Space dust, asteroids and comets can account for all water on Mercury
Mercury harbors water ice in the shadows of the steepest craters around its poles. But it is unclear how those water molecules ended up on Mercury. Now a new simulation shows that incoming minor bodies such as asteroids, comets and dust particles carry enough water to account for all the ice sheets present. The study could form the basis for new research on water in exoplanetary systems. The work was published in Icarus on April 19.
We have known for a few decades that Mercury harbors water. You might expect that this can only be in the form of water vapor. After all, the planet has no atmosphere so we can rule out a liquid due to a lack of pressure. And Mercury is almost three times closer to the sun than the Earth is, so water ice doesn't seem likely either. But then there are the craters. Steep craters at high latitudes contain troughs that are forever captured in darkness, only illuminated by the dimly glowing band of the Milky Way against the backdrop of an eternal black sky. These eerie places are home to ice sheets many meters thick, on the closest planet to the sun. Now the question remains: how did those water molecules end up on Mercury?
First author Kateryna Frantseva (SRON Netherlands Institute for Space Research / Groningen University) has developed an algorithm that simulates meteorite impacts in the form of asteroids, comets and interplanetary dust particles (IDPs). It turns out that over the course of a billion years, these bodies bring enough water to Mercury's surface to explain the amount that we currently see.
Frantseva said, "We cannot rule out endogenous sources of water such as volcanic activity and outgassing from the crust and mantle, but this shows that we don't need anything other than impacts from minor bodies to explain the water we see on Mercury." The simulation shows that IDPs carry by far the heaviest load, with over ten thousand kilograms per year. In comparison, asteroids and comets deliver yearly each about a thousand kilograms.

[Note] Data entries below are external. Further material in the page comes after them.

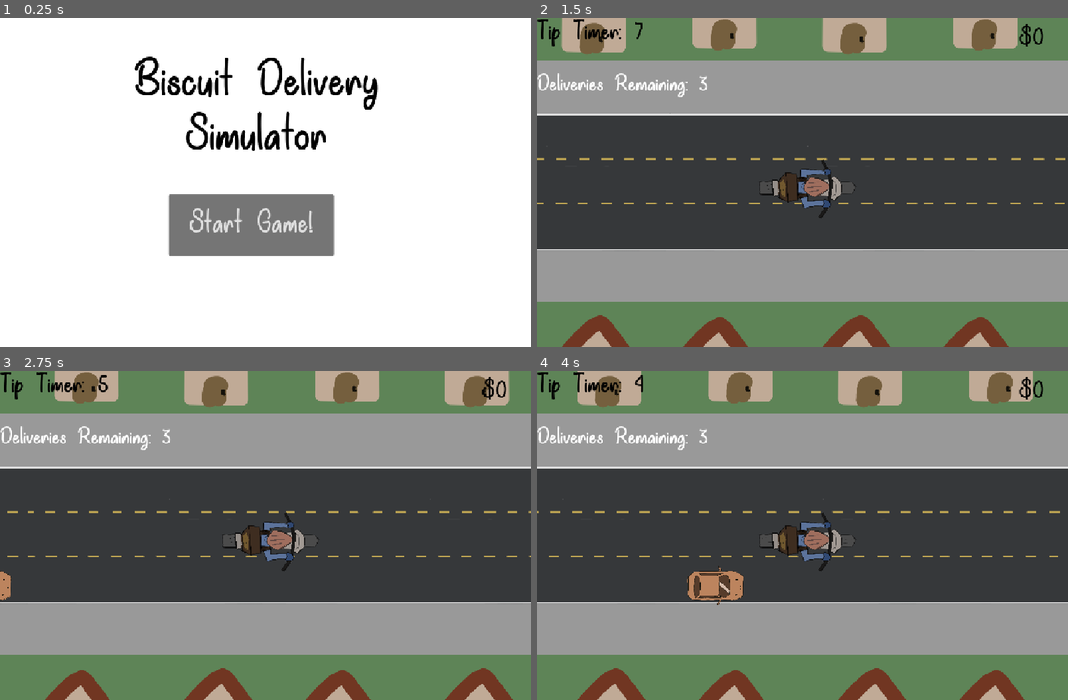
Above: before the commit, frames 1-4 (two rows, left to right).
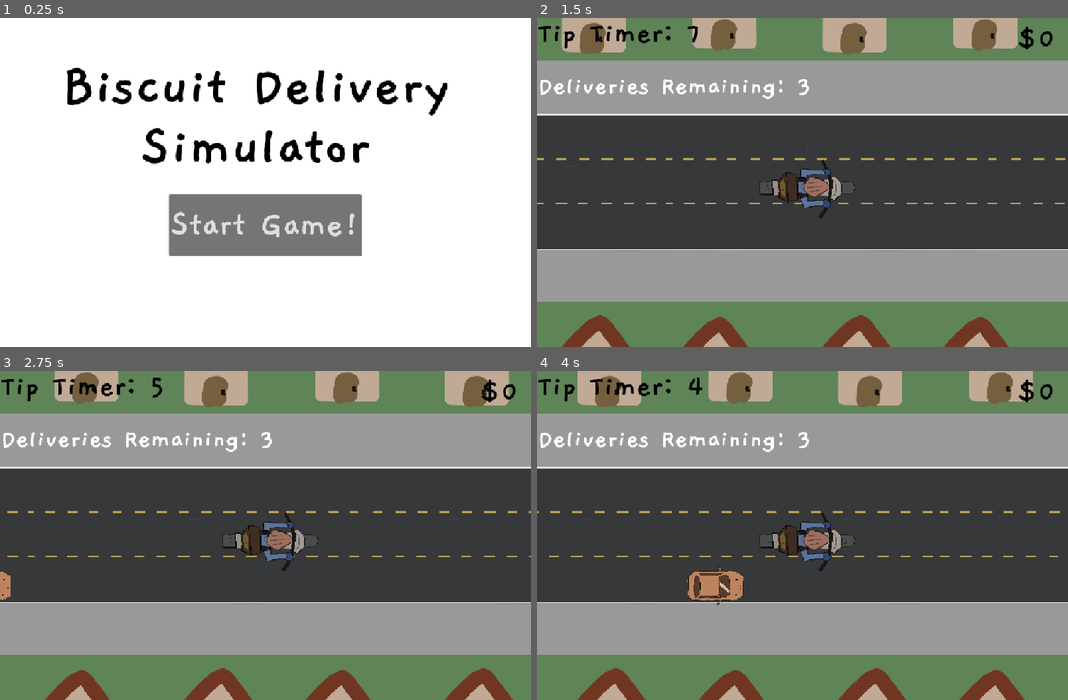
Above: after the commit, the same moments.

Repository: andreaTheCoder/brackeysgamejam
Game: Godot game, scene res://assets/start_screen.tscn
Same seed, same stepped clock (60 frames per second), same inputs: the game is played once before the commit and once after it. Before the commit the project starts from res://scenes/start_screen.tscn.
Inputs:
- Up to frame 1 (0.25 s): no input
- Up to frame 2 (1.5 s): click "Start Game!" at 0.5 s; tap Enter at 1.25 s; hold Right (forward) from 1.28 s (still down); hold Space (button) from 1.28 s (still down)
- Up to frame 3 (2.75 s): release Right (forward) at 2.03 s; release Space (button) at 2.03 s; hold Left (backward) from 2.03 s (still down); tap Shift (deliver) at 2.1 s
- Up to frame 4 (4 s): release Left (backward) at 2.78 s; hold Space (button) 2.78-3.53 s; hold Right (forward) from 2.78 s (still down); tap Shift (deliver) at 3.6 s

The runs differ from the first frame. In frame 1, 7.2% of the frame differs, in the area x 12-85%, y 11-73%; in frame 2, 1.8%; in frame 3, 1.9%; in frame 4, 1.9%.

Commit message:
font changes

Diff:
--- a/scenes/start_screen.tscn
+++ b/assets/start_screen.tscn
@@ -1,10 +1,10 @@
 [gd_scene load_steps=3 format=3 uid="uid://bv8437dil3uww"]
 
-[ext_resource type="Script" uid="uid://bfvddbfj7ixi2" path="res://start_screen.gd" id="1_he1sj"]
-[ext_resource type="FontFile" uid="uid://dwugsqctkdvhw" path="res://assets/bad-unicorn-font/BadUnicornDemoRegular-BVWx.ttf" id="2_o7i0r"]
+[ext_resource type="Script" uid="uid://bfvddbfj7ixi2" path="res://start_screen.gd" id="1_lpg12"]
+[ext_resource type="FontFile" uid="uid://dy7hhgxec3873" path="res://assets/Gaegu-Bold.ttf" id="2_knx1u"]
 
 [node name="start_screen" type="Node2D"]
-script = ExtResource("1_he1sj")
+script = ExtResource("1_lpg12")
 
 [node name="Polygon2D" type="Polygon2D" parent="."]
 position = Vector2(115.109, -271.267)
@@ -27,7 +27,7 @@
 grow_vertical = 2
 size_flags_horizontal = 4
 theme_override_colors/font_color = Color(0, 0, 0, 1)
-theme_override_fonts/font = ExtResource("2_o7i0r")
+theme_override_fonts/font = ExtResource("2_knx1u")
 theme_override_font_sizes/font_size = 120
 text = "Biscuit Delivery
 Simulator"
@@ -46,6 +46,6 @@
 offset_top = 364.0
 offset_right = 691.0
 offset_bottom = 491.0
-theme_override_fonts/font = ExtResource("2_o7i0r")
+theme_override_fonts/font = ExtResource("2_knx1u")
 theme_override_font_sizes/font_size = 75
 text = "Start Game!"
--- a/scenes/game.tscn
+++ b/scenes/game.tscn
@@ -2,7 +2,7 @@
 
 [ext_resource type="PackedScene" uid="uid://b2nldleqd7l8" path="res://scenes/bike.tscn" id="1_uwrxv"]
 [ext_resource type="PackedScene" uid="uid://c8a2pywu578h" path="res://scenes/spawner.tscn" id="2_iywne"]
-[ext_resource type="FontFile" uid="uid://dwugsqctkdvhw" path="res://assets/bad-unicorn-font/BadUnicornDemoRegular-BVWx.ttf" id="2_p57ef"]
+[ext_resource type="FontFile" uid="uid://dy7hhgxec3873" path="res://assets/Gaegu-Bold.ttf" id="2_u5sy4"]
 [ext_resource type="Script" uid="uid://ve3kpygen1ju" path="res://scripts/game_manager.gd" id="2_yqjtg"]
 [ext_resource type="PackedScene" uid="uid://od0hx2lbegjy" path="res://scenes/chunk.tscn" id="3_lnu2h"]
 
@@ -75,22 +75,22 @@
 unique_name_in_owner = true
 
 [node name="time label" type="Label" parent="UI elements"]
-offset_right = 40.0
-offset_bottom = 23.0
+offset_right = 318.0
+offset_bottom = 65.0
 theme_override_colors/font_color = Color(0, 0, 0, 1)
-theme_override_fonts/font = ExtResource("2_p57ef")
+theme_override_fonts/font = ExtResource("2_u5sy4")
 theme_override_font_sizes/font_size = 64
 text = "Timer Label"
 
 [node name="Timer" type="Timer" parent="UI elements/time label"]
 
 [node name="money" type="Label" parent="UI elements"]
-offset_left = 997.0
-offset_top = 12.0
+offset_left = 994.0
+offset_top = 11.0
 offset_right = 1037.0
-offset_bottom = 89.0
+offset_bottom = 88.0
 theme_override_colors/font_color = Color(0, 0, 0, 1)
-theme_override_fonts/font = ExtResource("2_p57ef")
+theme_override_fonts/font = ExtResource("2_u5sy4")
 theme_override_font_sizes/font_size = 64
 text = "$"
 
@@ -102,7 +102,7 @@
 offset_right = 726.0
 offset_bottom = 1442.0
 scale = Vector2(8, 8)
-theme_override_fonts/font = ExtResource("2_p57ef")
+theme_override_fonts/font = ExtResource("2_u5sy4")
 text = "PRESS SHIFT TO DELIVER!!"
 metadata/_edit_group_ = true
 
@@ -110,7 +110,7 @@
 offset_top = 112.0
 offset_right = 405.0
 offset_bottom = 149.0
-theme_override_fonts/font = ExtResource("2_p57ef")
+theme_override_fonts/font = ExtResource("2_u5sy4")
 theme_override_font_sizes/font_size = 56
 text = "Deliveries Remaining: 3"
 
--- a/scripts/game_manager.gd
+++ b/scripts/game_manager.gd
@@ -1,6 +1,5 @@
 extends Node
-
-const START_SCREEN = preload("res://scenes/start_screen.tscn")
+const START_SCREEN = preload("res://assets/start_screen.tscn")
 @onready var timer: Timer = $"../UI elements/time label/Timer"
 @onready var time_label: Label = $"../UI elements/time label"
 @onready var money: Label = $"../UI elements/money"
Binary file added: assets/Gaegu-Bold.ttf
Not shown, added: assets/Gaegu-Bold.ttf.import

The simulation provides a basis for new theoretical models for water delivery to exoplanets—planets outside our solar system. These can be compared to future observations, for example from the recently launched James Webb telescope, through which astronomers might be able to spot water signatures in the spectrum of light that asteroid belts in exoplanetary systems emit while re-radiating light from their host star.